Data to process:
■ ■ ■ ■ ■

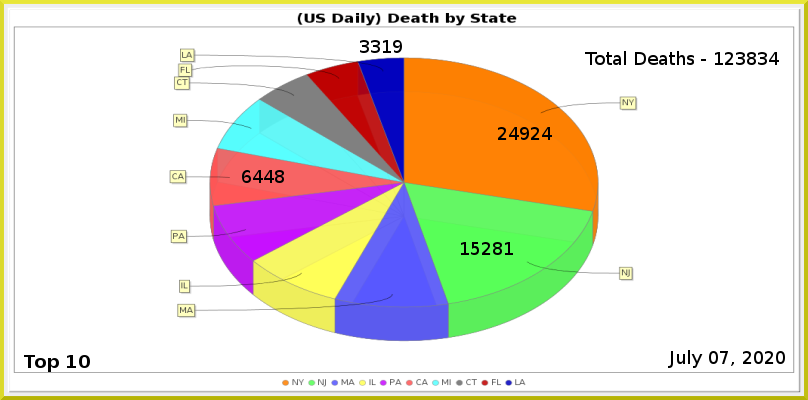
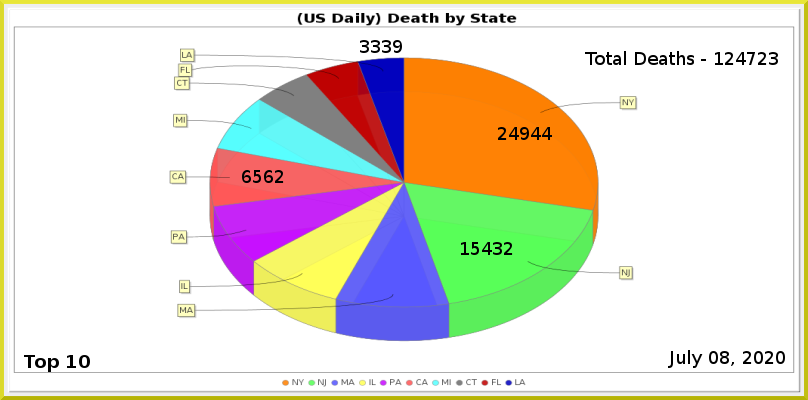
Layers edited between the first and the second 808px x 400px image:
painted on "Least" over (382, 40, 391, 53)
painted on "CA" over (253, 170, 284, 183)
painted on "NJ" over (482, 242, 513, 255)
painted on "NY" over (531, 127, 541, 140)
renamed "Total Deaths - 123834" to "Total Deaths - 124723", painted on it over (736, 52, 779, 65)
painted on "Current Date" over (720, 351, 729, 364)
painted on "Death_by_State.png" over (169, 56, 638, 342)

■ ■ ■ ■ ■

Problem details: Type the entries again verbatim. Any pictures should be skipped.

Finished exercise:
Layers edited between the first and the second 808px x 400px image:
painted on "Least" over (382, 40, 391, 53)
painted on "CA" over (253, 170, 284, 183)
painted on "NJ" over (482, 242, 513, 255)
painted on "NY" over (531, 127, 541, 140)
renamed "Total Deaths - 123834" to "Total Deaths - 124723", painted on it over (736, 52, 779, 65)
painted on "Current Date" over (720, 351, 729, 364)
painted on "Death_by_State.png" over (169, 56, 638, 342)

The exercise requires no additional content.